CellDEEP Quick Start
In CellDEEP: Cell DiffErential Expression by Pooling ('CellDEEP')

knitr::opts_chunk$set(collapse = TRUE, comment = "#>")

What CellDEEP does

CellDEEP reduces scRNA-seq sparsity by pooling cells into pseudocells before DE testing.

Load package and example data

library(CellDEEP)
data("sim")

Step 1: Run DE directly with FindMarker.CellDEEP

FindMarker.CellDEEP includes metadata preparation internally.
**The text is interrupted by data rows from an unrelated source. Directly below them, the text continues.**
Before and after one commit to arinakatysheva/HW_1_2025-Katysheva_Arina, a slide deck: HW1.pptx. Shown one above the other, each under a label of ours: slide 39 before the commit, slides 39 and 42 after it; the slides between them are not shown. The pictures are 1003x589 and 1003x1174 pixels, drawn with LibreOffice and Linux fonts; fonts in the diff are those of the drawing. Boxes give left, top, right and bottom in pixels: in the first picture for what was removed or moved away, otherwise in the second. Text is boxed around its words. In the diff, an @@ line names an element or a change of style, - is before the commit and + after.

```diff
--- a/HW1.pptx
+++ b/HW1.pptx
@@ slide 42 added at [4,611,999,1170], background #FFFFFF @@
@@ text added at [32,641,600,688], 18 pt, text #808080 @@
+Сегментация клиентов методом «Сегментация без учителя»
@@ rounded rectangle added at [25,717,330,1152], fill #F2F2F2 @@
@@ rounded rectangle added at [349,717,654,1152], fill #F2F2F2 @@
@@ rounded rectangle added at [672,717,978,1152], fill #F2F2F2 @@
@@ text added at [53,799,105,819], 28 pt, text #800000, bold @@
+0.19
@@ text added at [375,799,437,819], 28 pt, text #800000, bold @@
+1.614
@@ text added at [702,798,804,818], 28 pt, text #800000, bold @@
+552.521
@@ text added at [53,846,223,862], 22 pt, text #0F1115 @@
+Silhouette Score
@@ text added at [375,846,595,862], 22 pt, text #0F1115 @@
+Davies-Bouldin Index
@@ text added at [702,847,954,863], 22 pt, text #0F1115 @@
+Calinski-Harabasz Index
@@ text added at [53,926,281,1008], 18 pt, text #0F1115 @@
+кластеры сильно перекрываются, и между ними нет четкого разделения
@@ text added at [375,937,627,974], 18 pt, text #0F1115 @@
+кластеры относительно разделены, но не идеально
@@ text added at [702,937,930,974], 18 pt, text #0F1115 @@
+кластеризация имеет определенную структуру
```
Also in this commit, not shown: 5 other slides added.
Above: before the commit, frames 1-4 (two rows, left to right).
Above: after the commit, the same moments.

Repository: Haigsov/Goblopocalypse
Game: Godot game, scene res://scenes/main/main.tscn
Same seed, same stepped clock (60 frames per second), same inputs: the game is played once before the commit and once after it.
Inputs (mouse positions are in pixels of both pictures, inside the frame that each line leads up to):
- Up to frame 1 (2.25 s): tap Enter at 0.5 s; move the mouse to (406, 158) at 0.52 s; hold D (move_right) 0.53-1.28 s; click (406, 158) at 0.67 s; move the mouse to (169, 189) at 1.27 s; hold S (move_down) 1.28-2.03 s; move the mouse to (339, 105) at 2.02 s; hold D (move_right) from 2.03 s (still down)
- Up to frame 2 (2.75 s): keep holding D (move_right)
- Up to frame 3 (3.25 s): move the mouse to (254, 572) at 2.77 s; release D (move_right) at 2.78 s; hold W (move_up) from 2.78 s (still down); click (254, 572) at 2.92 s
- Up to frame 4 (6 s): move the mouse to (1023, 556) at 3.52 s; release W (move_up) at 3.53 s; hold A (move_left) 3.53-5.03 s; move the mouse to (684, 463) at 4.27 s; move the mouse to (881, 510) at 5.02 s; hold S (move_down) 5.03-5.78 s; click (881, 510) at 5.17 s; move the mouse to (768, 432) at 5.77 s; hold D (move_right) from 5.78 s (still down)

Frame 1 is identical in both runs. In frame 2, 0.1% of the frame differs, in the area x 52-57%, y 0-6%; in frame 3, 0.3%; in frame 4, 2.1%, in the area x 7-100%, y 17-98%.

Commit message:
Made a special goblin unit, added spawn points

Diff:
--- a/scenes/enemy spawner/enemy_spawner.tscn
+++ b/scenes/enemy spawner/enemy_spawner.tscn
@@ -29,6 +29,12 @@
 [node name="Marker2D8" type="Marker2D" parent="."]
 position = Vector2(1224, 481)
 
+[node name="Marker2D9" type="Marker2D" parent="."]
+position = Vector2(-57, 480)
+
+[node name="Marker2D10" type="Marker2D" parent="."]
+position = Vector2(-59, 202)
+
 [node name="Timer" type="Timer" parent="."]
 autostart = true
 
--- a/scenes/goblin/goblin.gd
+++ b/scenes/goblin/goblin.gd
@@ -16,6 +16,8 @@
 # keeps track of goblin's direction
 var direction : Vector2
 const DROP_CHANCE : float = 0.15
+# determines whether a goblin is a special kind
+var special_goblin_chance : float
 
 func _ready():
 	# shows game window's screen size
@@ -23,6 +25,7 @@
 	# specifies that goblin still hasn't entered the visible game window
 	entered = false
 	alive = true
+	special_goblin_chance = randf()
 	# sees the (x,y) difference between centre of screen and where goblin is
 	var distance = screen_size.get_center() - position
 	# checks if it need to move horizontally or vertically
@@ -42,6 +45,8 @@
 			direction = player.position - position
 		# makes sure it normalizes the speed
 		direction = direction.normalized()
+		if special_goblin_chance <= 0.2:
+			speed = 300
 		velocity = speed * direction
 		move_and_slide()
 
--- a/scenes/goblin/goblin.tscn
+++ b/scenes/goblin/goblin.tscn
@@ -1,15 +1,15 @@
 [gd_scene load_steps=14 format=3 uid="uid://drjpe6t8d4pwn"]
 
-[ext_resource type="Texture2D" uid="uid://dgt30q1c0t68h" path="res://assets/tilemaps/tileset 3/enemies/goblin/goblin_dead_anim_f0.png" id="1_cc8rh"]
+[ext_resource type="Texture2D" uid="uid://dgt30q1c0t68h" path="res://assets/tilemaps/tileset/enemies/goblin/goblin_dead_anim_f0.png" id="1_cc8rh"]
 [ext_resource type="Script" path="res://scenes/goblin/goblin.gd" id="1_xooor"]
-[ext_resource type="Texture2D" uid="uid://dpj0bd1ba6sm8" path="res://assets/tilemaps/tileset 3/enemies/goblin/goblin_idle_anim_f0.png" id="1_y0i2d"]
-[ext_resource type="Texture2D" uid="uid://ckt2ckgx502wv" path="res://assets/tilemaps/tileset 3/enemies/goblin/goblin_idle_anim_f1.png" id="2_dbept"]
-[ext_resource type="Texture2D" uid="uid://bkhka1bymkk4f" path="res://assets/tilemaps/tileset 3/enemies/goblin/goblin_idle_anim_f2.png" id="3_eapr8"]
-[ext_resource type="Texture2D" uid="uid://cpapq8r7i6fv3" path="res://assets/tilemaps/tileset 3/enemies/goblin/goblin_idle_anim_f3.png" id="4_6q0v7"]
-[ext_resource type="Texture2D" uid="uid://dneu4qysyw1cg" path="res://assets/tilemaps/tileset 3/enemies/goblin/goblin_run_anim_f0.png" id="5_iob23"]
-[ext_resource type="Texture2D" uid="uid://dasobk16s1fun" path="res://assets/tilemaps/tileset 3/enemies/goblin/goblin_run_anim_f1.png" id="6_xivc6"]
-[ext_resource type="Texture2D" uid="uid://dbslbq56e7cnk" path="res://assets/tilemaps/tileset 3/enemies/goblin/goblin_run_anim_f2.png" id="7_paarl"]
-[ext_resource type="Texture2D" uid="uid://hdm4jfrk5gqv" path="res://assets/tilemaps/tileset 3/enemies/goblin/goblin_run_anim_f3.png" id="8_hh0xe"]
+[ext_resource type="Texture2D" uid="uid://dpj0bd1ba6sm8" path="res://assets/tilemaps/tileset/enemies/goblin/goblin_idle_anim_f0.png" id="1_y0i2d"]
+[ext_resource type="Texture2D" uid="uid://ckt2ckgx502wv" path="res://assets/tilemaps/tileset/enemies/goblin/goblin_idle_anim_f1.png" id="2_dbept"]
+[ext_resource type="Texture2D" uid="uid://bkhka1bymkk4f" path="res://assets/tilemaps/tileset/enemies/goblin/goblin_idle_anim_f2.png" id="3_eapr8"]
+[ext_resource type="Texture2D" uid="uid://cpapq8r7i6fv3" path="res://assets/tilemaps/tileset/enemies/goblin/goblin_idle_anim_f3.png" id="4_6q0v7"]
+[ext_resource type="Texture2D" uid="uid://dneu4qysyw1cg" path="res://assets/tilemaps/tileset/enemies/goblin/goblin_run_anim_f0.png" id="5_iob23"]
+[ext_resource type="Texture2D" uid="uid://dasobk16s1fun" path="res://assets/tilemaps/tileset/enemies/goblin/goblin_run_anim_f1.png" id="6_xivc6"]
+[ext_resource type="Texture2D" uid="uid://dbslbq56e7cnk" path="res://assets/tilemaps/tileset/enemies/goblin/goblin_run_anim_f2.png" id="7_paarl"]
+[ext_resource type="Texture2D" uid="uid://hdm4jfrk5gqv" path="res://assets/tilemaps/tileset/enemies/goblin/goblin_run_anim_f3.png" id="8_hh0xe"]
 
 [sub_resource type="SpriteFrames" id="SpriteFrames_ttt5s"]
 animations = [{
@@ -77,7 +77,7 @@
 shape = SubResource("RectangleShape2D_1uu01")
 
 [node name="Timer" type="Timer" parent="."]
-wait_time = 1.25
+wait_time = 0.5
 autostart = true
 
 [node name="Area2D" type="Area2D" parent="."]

Key parameters to set: - group_id, sample_id, cluster_id: metadata column names in your Seurat object - ident.1, ident.2: two groups to compare - cell_selection: how to select cells for pooling ("kmean" or "random") - readcounts: how to aggregate counts in pooled cells ("sum" or "mean") - min_cells_per_subgroup: minimum cells required in each sample-cluster subgroup for pooling

de.test <- FindMarker.CellDEEP(
  sim,
  group_id = "Status",
  sample_id = "DonorID",
  cluster_id = "cluster_id",
  Pool = TRUE,
  test.use = "wilcox",
  n_cells = 3,
  min_cells_per_subgroup = 1,
  cell_selection = "random",
  readcounts = "sum",
  logfc.threshold = 0.25,
  ident.1 = "Case",
  ident.2 = "Control"
)

Step 2: Pool cells only (optional)

Use these functions if you want pooled objects without running DE immediately.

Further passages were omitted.